Genetic outliers were removed from further analysis as determined by principal components analysis (Supplementary Figure 31)66,67. Population substructure was identified within the sample set using EIGENSTRAT66 with 40,073 (DS1) and 2,827 (DS2/DS4) independent markers (r2<0.20 between variants). The resulting Eigenvectors were able to distinguish the four continental ancestral populations in the following HapMap samples: Africans (ASW, LWK, MKK, and YRI), Europeans (CEU and TSI), Hispanic and East Indians (MEX and GIH), and Asians (CHB, CHD, and JPT); Supplementary Figure 30)67,68. We utilized principal components to identify samples output by EIGENSTRAT that were not of European ancestry. Samples >6 standard deviations from the mean were eliminated from further analysis. Samples were then plotted by PC1 and PC2 for only the cases and controls used in DS1, DS2, or DS4 (Supplementary Figure 31). We further scrutinized and removed outliers that resided outside the main cluster of cases and controls. In addition, each Sjögren’s syndrome case was genetically matched to 5 out-of-study population controls for DS1 using the cluster feature in PLINK v1.0764. After quality control, 395 Sjögren’s syndrome cases and 1975 population controls in DS1, 1243 cases and 4779 controls in DS2, 1158 cases and 3071 controls on DS3, and 1541 case and 2634 controls in DS4 were available to test for association (Supplementary Figure 1 and Supplementary Table 2).

Statistical Analysis

To test for SNP-Sjögren’s syndrome association, logistic regression models were computed as implemented in PLINK v1.0764. The additive genetic model was calculated for chromosomes 1-22 while adjusting for the first three principal components (as these accounted for >80% of the variation in the dataset after quality control) and gender. For chromosome X, only females were tested for association with Sjögren’s syndrome. Meta-analysis of the SNPs observed in both DS1 and DS2 or DS3 were calculated using a weighted Z-score in METAL69. Each dataset group was weighted by the square root of its sample size to control for differences between the two phases. For a locus to be considered it must have been significant in both datasets and the Pmeta must have exceeded the suggestive threshold of Pmeta<5×10−5.

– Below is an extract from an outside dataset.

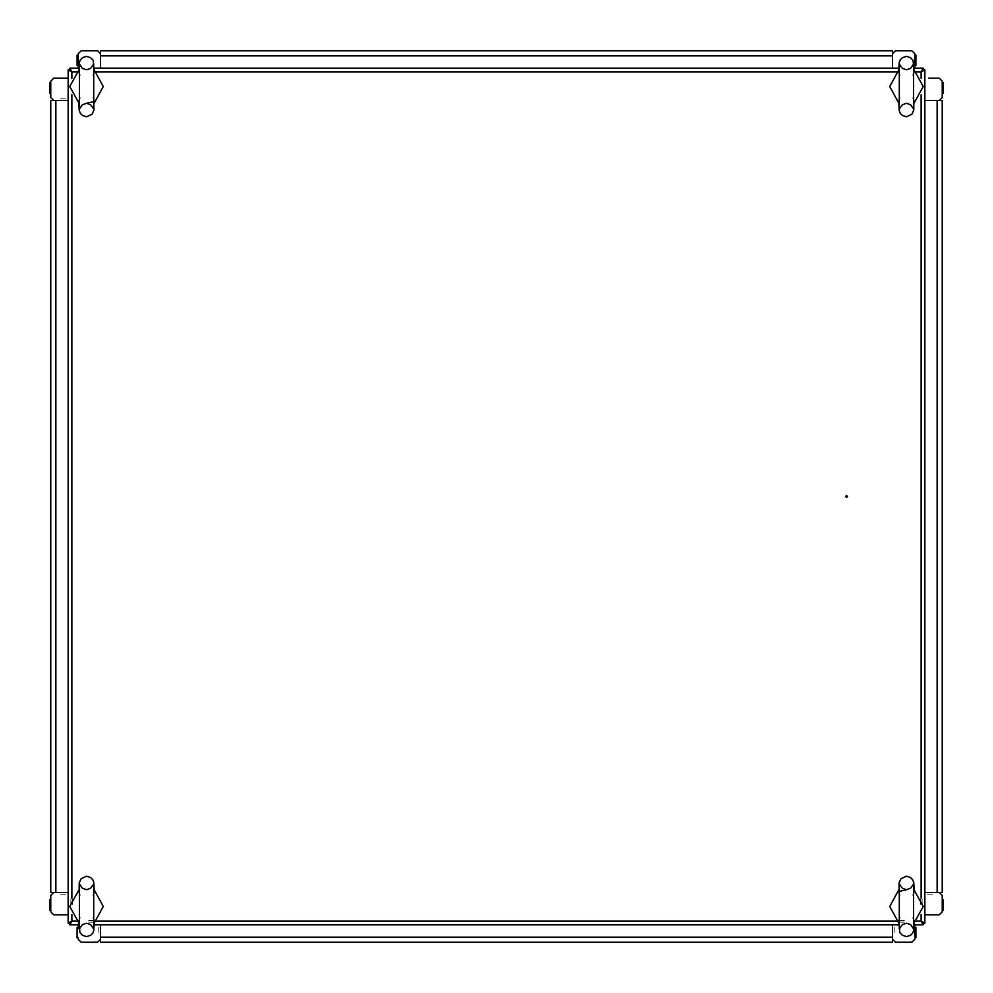 <?xml version="1.0" encoding="UTF-8"?>
<svg xmlns="http://www.w3.org/2000/svg" width="993" height="993" viewBox="0 0 993 993"><rect width="100%" height="100%" fill="white"/><g stroke="black" fill="none" stroke-linecap="round" stroke-linejoin="round"><path stroke-width="0.74" stroke-dasharray="4.96 3.72" d="M65.588 892.459L60.561 892.459L65.588 892.459M65.588 894.134L60.561 894.134L65.588 894.134M72.576 899.447L72.576 904.486L72.576 899.447M70.9 899.447L70.9 904.486L70.9 899.447M100.541 927.412L100.541 932.439L100.541 927.412M98.866 927.412L98.866 932.439L98.866 927.412M93.553 920.424L88.514 920.424L93.553 920.424M93.553 922.1L88.514 922.1L93.553 922.1M927.412 892.459L932.439 892.459L927.412 892.459M927.412 894.134L932.439 894.134L927.412 894.134M920.424 899.447L920.424 904.486L920.424 899.447M922.1 899.447L922.1 904.486L922.1 899.447M892.459 927.412L892.459 932.439L892.459 927.412M894.134 927.412L894.134 932.439L894.134 927.412M899.447 920.424L904.486 920.424L899.447 920.424M899.447 922.1L904.486 922.1L899.447 922.1M65.588 100.541L60.561 100.541L65.588 100.541M65.588 98.866L60.561 98.866L65.588 98.866"/><path stroke-width="1.49" d="M892.459 50.767L892.459 68.107L892.459 55.807L100.541 55.807L100.541 50.767L892.459 50.767M942.233 892.459L924.893 892.459L937.193 892.459L937.193 100.541L942.233 100.541L942.233 892.459M50.767 100.541L68.107 100.541L55.807 100.541L55.807 892.459L50.767 892.459L50.767 100.541M100.541 942.233L100.541 924.893L100.541 937.193L892.459 937.193L892.459 942.233L100.541 942.233M49.65 908.111L49.65 901.408M49.65 907.279L49.65 899.732L49.65 907.279M77.057 935.133L77.057 927.574L77.057 935.133M78.162 937.764L77.106 937.889L77.057 935.965L77.106 937.889L78.174 937.64M49.65 86.565L49.65 93.268L49.65 83.201L49.65 93.268L49.65 83.201L50.767 83.201L50.767 84.318M77.057 58.711L77.057 57.035M943.35 899.732L943.35 909.799L943.35 899.732L943.35 906.435L943.35 899.732L942.233 899.732L943.35 899.67M915.943 934.289L915.943 927.574L915.943 937.64L915.943 935.133L915.943 937.64L914.826 937.64L915.943 937.702L914.826 937.64L914.826 936.523L914.826 937.64M942.717 82.655L943.35 93.268L943.35 83.201L943.35 93.268L943.35 83.201L943.35 84.889L943.077 82.729L942.233 84.318M915.943 57.035L915.931 65.538L914.826 65.426L915.943 65.426M50.767 909.799L49.65 909.799L50.755 909.898M77.057 65.501L77.057 55.36L77.057 65.426L78.174 65.426L77.082 65.588M78.174 56.477L77.814 54.838L77.057 55.36L78.174 55.36L77.057 55.26M915.943 927.574L915.943 935.133L915.943 927.574L914.826 927.574L915.943 927.574M942.233 908.682L942.233 909.799L942.233 908.682M915.943 55.36L914.826 55.298L915.894 55.111L915.943 57.867M50.767 899.732L49.662 899.633M942.233 93.268L943.35 93.317M78.174 927.574L77.057 927.574L78.174 927.574M914.826 65.426L915.943 65.464L914.826 65.426M79.775 917.755L78.869 921.678L79.949 932.514L82.444 935.269L86.565 936.635L90.673 935.269L92.845 933.085L93.888 930.18L94.248 921.678L93.342 917.755M79.254 888.983L79.204 883.075L81.016 878.855L86.565 876.236L90.673 877.601L92.845 879.798L93.888 882.703L94.248 891.205L93.342 895.127M93.342 75.245L94.248 71.322L93.181 60.486L90.673 57.731L86.565 56.365L82.444 57.731L80.284 59.915L79.241 62.82L78.869 71.322L79.775 75.245M93.876 104.017L93.925 109.925L92.113 114.145L86.565 116.764L82.444 115.399L80.284 113.202L79.241 110.297L78.869 101.795L79.775 97.873M899.658 917.755L898.752 921.678L899.819 932.514L902.327 935.269L906.435 936.635L910.556 935.269L912.716 933.085L913.759 930.18L914.131 921.678L913.225 917.755M899.124 888.983L899.075 883.075L900.887 878.855L906.435 876.236L910.556 877.601L912.716 879.798L913.759 882.703L914.131 891.205L913.225 895.127M913.225 75.245L914.131 71.322L913.051 60.486L910.556 57.731L906.435 56.365L902.327 57.731L900.154 59.915L899.112 62.82L898.752 71.322L899.658 75.245M913.746 104.017L913.796 109.925L911.984 114.145L906.435 116.764L902.327 115.399L900.154 113.202L899.112 110.297L898.752 101.795L899.658 97.873M79.428 928.914L82.456 924.582L86.565 923.217L90.673 924.582L93.702 928.914L93.702 883.969L90.673 888.301L86.565 889.666L82.456 888.301L79.428 883.969L79.428 928.914M93.702 64.086L90.673 68.418L86.565 69.783L82.444 68.418L79.428 64.086L79.428 109.031L82.444 104.699L86.565 103.334L90.673 104.699L93.702 109.031L93.702 64.086M899.298 928.914L902.327 924.582L906.435 923.217L910.556 924.582L913.572 928.914L913.572 883.969L910.556 888.301L906.435 889.666L902.327 888.301L899.298 883.969L899.298 928.914M913.572 64.086L910.544 68.418L906.435 69.783L902.327 68.418L899.298 64.086L899.298 109.031L902.327 104.699L906.435 103.334L910.544 104.699L913.572 109.031L913.572 64.086M77.057 937.64L78.124 937.864L77.057 937.64M49.65 93.268L50.767 93.28L49.65 93.268M49.65 909.799L50.73 910.01L49.873 910.246M943.35 83.201L942.345 82.866L943.114 82.742M847.588 496.5L846.595 495.507L845.602 496.5L846.595 497.493L847.588 496.5M49.7 82.978L50.767 83.201M943.3 910.022L942.233 909.799L943.338 909.886M78.174 924.893L78.174 928.554M50.767 911.81L50.767 895.475L50.767 911.81L53.783 914.826L68.107 914.826L53.783 914.826M97.525 942.233L81.19 942.233L97.525 942.233L100.541 939.217M892.459 939.217L895.475 942.233L911.81 942.233L914.826 939.217L914.826 928.554M100.541 53.783L97.525 50.767L81.19 50.767L78.174 53.783L78.174 64.446M64.446 78.174L53.783 78.174L50.767 81.19L50.767 97.525L53.783 100.541M928.554 78.174L939.217 78.174L928.554 78.174M100.541 55.807L100.541 68.107L100.541 55.807M937.193 100.541L924.893 100.541L937.193 100.541M55.807 892.459L68.107 892.459L55.807 892.459M892.459 937.193L892.459 924.893L892.459 937.193M69.82 922.634L71.124 921.876L70.366 923.18M922.634 923.18L921.876 921.876L923.18 922.634M923.18 70.366L921.876 71.124L922.634 69.82M70.366 69.82L71.124 71.124L69.82 70.366M914.044 68.107L923.093 68.107L921.094 71.906L924.893 69.907L923.329 69.907L921.094 71.906L915.236 71.906M924.893 69.907L924.893 923.093L921.094 921.094L923.093 924.893L923.093 923.329L921.094 921.094L921.094 914.615M924.893 923.093L923.329 923.093L921.094 921.094L915.236 921.094M78.956 924.893L69.907 924.893L71.906 921.094L68.107 923.093L69.671 923.093L71.906 921.094L77.764 921.094M68.107 923.093L68.107 69.907L71.906 71.906L69.907 68.107L69.907 69.671L71.906 71.906L71.906 78.385M68.107 69.907L69.671 69.907L71.906 71.906L77.764 71.906M923.093 68.107L923.093 69.671L921.094 71.906L921.094 78.385M69.907 68.107L78.956 68.107M94.161 68.107L898.839 68.107M69.907 924.893L69.907 923.329L71.906 921.094L71.906 914.615M923.093 924.893L914.044 924.893M898.839 924.893L94.161 924.893M78.906 889.889L69.783 906.435L78.906 922.981M93.876 923.9L94.248 921.678M94.223 922.981L103.334 906.435L94.223 889.889M78.869 891.205L79.775 895.127M94.223 103.111L103.334 86.565L94.223 70.019M79.254 69.1L78.869 71.322M78.906 70.019L69.783 86.565L78.906 103.111M94.248 101.472L86.552 103.334M94.248 101.795L93.342 97.873M898.777 889.889L889.666 906.435L898.777 922.981M913.746 923.9L914.131 921.678M914.094 922.981L923.217 906.435L914.094 889.889M898.752 891.528L906.448 889.666M898.752 891.205L899.658 895.127M914.094 103.111L923.217 86.565L914.094 70.019M899.124 69.1L898.752 71.322M898.777 70.019L889.666 86.565L898.777 103.111M914.131 101.795L913.225 97.873M895.475 942.233L911.81 942.233M914.826 939.217L914.826 924.893M924.893 914.826L939.217 914.826L942.233 911.81L942.233 895.475L939.217 892.459M939.217 100.541L942.233 97.525L942.233 81.19L939.217 78.174M914.826 68.107L914.826 53.783L911.81 50.767L895.475 50.767L892.459 53.783M97.525 50.767L81.19 50.767M78.174 53.783L78.174 68.107M68.107 78.174L53.783 78.174M50.767 81.19L50.767 97.525M53.783 892.459L50.767 895.475M78.174 939.217L81.19 942.233M71.906 94.732L71.906 898.268M95.353 921.094L897.647 921.094M921.094 898.268L921.094 94.732M897.647 71.906L95.353 71.906"/></g></svg>

To test for meta-analysis heterogeneity, we utilized both the Cochran’s Q test statistic70 and I2 index71 (reported in the Supplementary Tables 3, 7-12). A P < 0.05 was considered significant evidence of heterogeneity for Cochran’s Q test. The I2 index ranges between 0% and 100%, where I2 equal 0% to 25%, 26% to 50%, 51% to 75%, and 76% to 100%, indicating low, moderate, high, and very high heterogeneity, respectively. These data are provided in the Supplementary Tables for each region (Supplementary Tables 3, 7-12).

Linkage disequilibrium and probable haplotypes were determined using HAPLOVIEW ver. 4.272. Haplotype blocks were calculated using the solid-spine of LD algorithms with minimum r2 values of 0.872. To determine the number of independent effects in each region, we used step-wise logistic regression adjusting for the most significant variant with P<0.0001 in the both the adjusted and unadjusted analysis to be considered. Adjusted logistic regression analysis results for each Sjögren’s syndrome-associated region were plotted using LocusZoom73.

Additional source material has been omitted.